[What this task involves] Which lines of the data contain the string "airport"? Copy every one of them.

[Data supplied]
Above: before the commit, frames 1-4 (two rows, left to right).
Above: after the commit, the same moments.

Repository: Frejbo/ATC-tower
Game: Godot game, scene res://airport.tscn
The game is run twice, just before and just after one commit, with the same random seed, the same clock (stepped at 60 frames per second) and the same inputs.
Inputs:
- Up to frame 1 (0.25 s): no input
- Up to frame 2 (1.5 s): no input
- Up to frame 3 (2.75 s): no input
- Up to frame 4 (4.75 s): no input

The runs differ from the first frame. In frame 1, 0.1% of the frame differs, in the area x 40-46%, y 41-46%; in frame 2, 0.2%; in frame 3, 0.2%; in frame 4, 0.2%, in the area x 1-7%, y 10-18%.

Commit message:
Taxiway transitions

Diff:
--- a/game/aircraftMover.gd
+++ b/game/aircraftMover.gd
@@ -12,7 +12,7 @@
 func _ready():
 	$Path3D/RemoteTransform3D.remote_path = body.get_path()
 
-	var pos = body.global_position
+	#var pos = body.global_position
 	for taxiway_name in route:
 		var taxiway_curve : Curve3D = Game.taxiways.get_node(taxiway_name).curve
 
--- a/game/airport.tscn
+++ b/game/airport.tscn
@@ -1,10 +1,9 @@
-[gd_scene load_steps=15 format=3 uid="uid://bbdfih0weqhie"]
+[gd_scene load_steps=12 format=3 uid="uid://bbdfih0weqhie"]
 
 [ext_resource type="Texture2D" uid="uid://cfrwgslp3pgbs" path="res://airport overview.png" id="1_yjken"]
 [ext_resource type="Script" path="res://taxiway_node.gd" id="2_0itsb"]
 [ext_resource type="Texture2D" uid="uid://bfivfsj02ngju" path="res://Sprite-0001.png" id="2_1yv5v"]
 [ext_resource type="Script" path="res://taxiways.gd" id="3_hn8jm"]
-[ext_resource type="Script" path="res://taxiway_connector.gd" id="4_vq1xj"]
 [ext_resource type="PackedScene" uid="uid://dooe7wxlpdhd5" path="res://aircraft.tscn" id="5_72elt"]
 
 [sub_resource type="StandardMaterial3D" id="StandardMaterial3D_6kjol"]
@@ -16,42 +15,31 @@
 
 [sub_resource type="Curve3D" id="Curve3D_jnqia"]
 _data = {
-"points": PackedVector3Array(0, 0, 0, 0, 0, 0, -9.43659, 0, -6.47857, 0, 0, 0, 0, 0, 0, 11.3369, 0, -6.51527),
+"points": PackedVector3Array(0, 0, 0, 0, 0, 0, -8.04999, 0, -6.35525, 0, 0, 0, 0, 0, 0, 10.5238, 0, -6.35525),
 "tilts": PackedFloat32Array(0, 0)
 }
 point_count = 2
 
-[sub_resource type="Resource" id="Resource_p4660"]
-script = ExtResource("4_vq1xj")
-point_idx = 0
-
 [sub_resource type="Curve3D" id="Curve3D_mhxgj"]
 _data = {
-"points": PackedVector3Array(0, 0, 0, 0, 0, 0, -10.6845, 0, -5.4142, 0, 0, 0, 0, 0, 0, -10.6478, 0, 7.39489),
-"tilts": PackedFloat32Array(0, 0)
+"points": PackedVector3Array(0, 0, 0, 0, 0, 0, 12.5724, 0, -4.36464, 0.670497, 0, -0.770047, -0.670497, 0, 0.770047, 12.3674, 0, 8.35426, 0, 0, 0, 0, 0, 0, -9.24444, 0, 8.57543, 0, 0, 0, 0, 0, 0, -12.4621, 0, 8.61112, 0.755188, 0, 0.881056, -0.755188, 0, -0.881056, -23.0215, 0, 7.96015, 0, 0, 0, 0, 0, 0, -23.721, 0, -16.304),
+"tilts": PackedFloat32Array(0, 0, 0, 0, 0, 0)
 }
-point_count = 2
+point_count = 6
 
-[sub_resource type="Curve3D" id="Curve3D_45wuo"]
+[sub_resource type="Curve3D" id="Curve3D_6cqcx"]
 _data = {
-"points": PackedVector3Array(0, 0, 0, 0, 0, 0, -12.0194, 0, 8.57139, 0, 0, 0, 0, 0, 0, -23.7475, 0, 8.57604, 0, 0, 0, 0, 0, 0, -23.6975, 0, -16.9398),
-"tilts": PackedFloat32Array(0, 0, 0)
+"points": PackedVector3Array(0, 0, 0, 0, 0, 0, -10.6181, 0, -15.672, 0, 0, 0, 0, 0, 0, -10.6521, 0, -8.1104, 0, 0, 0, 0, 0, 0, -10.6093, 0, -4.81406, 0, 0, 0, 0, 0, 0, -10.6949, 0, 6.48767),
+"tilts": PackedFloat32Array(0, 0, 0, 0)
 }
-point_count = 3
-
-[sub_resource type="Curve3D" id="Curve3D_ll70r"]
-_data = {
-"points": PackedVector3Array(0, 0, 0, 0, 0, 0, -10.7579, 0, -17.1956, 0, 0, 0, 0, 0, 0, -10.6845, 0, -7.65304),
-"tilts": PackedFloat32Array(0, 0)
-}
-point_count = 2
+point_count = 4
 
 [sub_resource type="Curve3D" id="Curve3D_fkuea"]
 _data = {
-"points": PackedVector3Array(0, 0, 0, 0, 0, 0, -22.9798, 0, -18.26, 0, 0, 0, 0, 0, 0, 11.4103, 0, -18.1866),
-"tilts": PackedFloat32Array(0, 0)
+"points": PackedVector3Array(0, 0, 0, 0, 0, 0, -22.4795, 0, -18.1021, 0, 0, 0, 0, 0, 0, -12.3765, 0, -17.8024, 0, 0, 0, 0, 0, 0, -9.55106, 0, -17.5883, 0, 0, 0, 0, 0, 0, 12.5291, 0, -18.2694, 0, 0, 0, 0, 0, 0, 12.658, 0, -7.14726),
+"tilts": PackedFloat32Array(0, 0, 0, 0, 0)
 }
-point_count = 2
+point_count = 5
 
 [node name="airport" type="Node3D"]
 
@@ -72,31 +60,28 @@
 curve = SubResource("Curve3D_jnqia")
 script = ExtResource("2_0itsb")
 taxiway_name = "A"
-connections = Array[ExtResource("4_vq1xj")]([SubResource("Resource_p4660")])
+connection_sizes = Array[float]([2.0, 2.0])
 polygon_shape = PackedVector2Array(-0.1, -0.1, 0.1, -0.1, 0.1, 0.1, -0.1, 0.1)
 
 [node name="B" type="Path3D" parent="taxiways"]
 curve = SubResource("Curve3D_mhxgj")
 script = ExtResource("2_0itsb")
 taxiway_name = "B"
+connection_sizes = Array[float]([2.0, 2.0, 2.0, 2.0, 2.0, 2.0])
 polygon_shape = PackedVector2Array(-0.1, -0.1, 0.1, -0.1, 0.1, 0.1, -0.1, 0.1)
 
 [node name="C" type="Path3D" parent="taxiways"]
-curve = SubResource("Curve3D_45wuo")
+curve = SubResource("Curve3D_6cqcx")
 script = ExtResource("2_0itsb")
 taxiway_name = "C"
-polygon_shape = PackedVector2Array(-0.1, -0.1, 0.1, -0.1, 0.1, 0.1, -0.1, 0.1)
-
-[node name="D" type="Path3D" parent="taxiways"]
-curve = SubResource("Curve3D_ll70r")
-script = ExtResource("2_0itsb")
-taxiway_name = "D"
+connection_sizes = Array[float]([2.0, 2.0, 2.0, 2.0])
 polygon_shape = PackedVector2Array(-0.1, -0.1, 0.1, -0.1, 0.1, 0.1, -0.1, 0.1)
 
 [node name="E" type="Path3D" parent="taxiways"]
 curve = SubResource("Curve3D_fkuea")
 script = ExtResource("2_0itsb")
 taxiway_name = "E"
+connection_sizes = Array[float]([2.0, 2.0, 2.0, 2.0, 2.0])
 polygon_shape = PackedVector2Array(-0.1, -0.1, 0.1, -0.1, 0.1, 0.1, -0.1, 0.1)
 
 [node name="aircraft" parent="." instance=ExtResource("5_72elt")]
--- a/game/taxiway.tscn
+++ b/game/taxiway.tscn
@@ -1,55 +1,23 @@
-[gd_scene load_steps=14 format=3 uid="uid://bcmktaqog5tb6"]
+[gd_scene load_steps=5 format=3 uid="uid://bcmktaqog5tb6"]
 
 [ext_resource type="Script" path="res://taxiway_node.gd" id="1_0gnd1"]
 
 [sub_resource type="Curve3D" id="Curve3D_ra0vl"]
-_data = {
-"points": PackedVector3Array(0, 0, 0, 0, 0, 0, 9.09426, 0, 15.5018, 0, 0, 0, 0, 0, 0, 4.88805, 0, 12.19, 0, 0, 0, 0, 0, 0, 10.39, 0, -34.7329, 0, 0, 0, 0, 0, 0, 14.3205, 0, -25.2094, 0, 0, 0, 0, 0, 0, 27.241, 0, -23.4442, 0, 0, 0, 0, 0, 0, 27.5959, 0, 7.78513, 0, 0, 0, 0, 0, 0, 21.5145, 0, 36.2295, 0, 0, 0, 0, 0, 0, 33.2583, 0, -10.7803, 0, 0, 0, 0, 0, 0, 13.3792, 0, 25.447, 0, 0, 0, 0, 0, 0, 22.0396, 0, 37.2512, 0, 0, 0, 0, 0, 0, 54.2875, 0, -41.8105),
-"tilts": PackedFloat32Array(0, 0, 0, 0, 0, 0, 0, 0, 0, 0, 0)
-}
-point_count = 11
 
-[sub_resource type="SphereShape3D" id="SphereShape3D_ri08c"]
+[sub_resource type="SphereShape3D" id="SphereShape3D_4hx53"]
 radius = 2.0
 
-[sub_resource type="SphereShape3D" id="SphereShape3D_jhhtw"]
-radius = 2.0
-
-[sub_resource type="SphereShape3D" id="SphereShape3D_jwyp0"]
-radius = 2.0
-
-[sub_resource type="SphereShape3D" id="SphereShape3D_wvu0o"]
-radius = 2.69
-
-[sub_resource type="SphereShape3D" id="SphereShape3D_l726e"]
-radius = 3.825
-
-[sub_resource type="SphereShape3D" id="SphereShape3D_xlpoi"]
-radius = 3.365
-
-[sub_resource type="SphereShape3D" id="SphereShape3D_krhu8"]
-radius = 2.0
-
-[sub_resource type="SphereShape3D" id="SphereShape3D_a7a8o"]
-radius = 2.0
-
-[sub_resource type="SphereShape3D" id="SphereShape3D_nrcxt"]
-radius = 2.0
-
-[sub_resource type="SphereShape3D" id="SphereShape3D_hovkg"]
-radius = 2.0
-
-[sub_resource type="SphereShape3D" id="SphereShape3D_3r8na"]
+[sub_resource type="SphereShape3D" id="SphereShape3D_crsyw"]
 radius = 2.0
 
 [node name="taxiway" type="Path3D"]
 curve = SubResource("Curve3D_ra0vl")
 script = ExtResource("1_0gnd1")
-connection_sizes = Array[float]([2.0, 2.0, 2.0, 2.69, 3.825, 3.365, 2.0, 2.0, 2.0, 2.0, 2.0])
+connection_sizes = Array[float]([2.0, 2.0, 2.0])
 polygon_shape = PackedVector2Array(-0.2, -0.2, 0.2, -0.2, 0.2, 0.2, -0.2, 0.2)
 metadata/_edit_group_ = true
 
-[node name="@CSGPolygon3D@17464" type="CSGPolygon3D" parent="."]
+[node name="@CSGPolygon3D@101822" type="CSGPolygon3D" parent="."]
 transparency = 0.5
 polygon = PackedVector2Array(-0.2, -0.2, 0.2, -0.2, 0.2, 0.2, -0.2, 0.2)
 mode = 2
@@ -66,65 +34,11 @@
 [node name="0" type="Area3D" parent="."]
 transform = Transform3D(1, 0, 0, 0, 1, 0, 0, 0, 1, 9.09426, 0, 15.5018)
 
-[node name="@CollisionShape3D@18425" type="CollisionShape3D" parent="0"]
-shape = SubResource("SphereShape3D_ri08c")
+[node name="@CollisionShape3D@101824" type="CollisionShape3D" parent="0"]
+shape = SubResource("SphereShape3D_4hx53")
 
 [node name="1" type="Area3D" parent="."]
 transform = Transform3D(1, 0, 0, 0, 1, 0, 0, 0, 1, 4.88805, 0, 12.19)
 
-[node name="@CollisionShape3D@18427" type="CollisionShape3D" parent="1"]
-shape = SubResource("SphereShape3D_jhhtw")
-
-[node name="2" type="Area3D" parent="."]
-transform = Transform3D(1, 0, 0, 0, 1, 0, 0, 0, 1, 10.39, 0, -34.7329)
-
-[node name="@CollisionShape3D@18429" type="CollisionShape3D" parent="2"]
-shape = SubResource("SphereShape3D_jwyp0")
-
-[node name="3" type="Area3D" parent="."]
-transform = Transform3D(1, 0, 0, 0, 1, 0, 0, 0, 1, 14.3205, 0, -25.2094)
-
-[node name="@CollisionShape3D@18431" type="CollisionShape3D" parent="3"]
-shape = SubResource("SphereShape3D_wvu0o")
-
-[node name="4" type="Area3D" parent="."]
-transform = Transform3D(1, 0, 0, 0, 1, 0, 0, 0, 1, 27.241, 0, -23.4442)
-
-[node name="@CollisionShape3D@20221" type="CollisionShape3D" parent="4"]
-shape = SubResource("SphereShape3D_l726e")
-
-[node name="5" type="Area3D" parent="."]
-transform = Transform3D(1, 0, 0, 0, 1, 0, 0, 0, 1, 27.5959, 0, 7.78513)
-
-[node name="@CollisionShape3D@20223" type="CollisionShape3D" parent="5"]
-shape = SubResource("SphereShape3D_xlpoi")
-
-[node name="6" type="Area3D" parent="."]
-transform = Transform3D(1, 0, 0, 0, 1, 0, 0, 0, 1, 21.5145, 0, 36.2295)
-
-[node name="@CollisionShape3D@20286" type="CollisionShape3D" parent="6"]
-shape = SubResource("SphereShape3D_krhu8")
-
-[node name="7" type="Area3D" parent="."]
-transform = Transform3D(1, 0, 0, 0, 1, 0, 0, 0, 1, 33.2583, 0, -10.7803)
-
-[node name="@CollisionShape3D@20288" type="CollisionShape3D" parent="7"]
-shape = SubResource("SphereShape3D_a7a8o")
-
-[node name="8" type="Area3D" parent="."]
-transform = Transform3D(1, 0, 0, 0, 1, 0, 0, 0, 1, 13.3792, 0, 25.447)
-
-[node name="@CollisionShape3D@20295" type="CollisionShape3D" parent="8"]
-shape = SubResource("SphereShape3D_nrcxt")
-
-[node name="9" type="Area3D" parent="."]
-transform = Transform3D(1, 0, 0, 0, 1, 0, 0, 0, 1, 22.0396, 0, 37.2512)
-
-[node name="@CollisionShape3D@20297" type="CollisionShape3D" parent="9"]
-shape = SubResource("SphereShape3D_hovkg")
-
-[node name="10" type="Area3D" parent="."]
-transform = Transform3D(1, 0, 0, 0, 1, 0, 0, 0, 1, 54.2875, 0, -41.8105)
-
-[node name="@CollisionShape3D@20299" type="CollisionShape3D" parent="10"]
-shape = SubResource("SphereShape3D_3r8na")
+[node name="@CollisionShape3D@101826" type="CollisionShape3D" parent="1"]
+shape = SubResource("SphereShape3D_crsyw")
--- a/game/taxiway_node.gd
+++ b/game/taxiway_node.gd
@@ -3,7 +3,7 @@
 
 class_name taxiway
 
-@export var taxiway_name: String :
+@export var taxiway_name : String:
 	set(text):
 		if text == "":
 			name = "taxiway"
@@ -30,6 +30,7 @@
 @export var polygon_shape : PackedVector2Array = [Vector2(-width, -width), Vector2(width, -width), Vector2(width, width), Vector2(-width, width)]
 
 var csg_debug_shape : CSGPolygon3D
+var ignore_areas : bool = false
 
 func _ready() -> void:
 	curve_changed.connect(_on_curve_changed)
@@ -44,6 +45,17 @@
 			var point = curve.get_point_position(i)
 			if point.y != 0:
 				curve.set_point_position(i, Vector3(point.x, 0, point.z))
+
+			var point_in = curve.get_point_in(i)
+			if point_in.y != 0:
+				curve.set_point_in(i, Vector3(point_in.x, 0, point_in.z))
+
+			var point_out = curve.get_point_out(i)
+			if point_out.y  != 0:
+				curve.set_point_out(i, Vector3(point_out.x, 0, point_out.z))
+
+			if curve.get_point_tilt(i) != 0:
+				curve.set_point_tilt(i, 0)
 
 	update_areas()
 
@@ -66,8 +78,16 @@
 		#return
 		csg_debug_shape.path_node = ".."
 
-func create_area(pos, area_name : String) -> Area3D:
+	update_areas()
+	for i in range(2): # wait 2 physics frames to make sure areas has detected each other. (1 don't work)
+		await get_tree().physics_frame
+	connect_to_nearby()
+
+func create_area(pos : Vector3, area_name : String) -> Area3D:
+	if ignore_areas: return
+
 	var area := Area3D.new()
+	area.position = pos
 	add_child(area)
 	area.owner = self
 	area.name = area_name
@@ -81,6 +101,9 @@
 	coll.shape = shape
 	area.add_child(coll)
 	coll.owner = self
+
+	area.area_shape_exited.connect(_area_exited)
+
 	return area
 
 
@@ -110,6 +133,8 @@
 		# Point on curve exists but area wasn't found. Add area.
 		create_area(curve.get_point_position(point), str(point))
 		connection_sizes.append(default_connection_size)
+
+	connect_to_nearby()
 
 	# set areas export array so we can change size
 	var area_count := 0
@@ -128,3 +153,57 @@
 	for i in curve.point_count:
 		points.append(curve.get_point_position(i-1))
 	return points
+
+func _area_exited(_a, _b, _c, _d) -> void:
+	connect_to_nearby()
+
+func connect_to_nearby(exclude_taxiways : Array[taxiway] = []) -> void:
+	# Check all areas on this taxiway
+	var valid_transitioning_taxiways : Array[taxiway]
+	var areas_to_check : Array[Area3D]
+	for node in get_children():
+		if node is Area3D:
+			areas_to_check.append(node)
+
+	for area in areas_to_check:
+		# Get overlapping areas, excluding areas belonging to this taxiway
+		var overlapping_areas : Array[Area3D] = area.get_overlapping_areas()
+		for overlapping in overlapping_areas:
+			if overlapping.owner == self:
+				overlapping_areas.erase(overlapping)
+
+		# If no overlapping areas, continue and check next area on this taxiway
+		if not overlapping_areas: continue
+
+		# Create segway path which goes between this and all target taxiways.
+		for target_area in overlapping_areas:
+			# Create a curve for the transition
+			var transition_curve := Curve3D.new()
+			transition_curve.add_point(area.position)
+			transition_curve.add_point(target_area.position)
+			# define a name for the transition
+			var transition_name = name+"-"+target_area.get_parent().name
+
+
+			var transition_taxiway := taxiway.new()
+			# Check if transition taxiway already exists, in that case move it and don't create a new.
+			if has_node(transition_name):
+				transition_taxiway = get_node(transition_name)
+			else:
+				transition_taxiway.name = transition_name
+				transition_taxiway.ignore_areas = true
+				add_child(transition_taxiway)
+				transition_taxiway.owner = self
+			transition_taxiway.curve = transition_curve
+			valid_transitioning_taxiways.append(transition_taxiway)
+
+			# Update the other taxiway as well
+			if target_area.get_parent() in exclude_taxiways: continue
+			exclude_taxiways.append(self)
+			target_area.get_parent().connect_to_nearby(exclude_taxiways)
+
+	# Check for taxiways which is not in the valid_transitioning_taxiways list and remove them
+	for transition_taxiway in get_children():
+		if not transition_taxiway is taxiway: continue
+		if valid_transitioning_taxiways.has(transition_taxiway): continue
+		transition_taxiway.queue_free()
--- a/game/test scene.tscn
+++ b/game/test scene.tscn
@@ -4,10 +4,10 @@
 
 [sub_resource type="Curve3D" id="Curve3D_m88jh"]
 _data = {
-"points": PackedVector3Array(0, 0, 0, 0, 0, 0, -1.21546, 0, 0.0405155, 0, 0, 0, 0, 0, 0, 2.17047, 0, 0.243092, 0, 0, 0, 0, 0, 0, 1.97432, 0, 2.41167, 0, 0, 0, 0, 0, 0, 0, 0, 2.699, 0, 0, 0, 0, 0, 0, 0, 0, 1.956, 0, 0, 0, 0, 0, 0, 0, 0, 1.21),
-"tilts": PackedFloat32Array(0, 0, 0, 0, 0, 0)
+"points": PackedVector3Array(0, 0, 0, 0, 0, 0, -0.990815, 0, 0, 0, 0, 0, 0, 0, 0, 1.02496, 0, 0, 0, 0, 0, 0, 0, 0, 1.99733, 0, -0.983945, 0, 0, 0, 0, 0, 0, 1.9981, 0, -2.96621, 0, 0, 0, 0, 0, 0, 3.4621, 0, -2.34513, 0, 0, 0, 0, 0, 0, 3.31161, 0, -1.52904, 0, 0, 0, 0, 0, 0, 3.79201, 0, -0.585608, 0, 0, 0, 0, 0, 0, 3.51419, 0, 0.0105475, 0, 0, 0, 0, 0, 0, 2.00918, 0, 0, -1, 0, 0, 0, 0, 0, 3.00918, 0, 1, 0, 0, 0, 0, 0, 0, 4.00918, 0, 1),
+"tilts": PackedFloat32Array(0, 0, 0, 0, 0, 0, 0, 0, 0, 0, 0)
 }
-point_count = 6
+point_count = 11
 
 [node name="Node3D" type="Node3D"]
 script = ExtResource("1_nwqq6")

[Task response]
Game: Godot game, scene res://airport.tscn
--- a/game/airport.tscn
+++ b/game/airport.tscn
 [ext_resource type="Texture2D" uid="uid://cfrwgslp3pgbs" path="res://airport overview.png" id="1_yjken"]
 [node name="airport" type="Node3D"]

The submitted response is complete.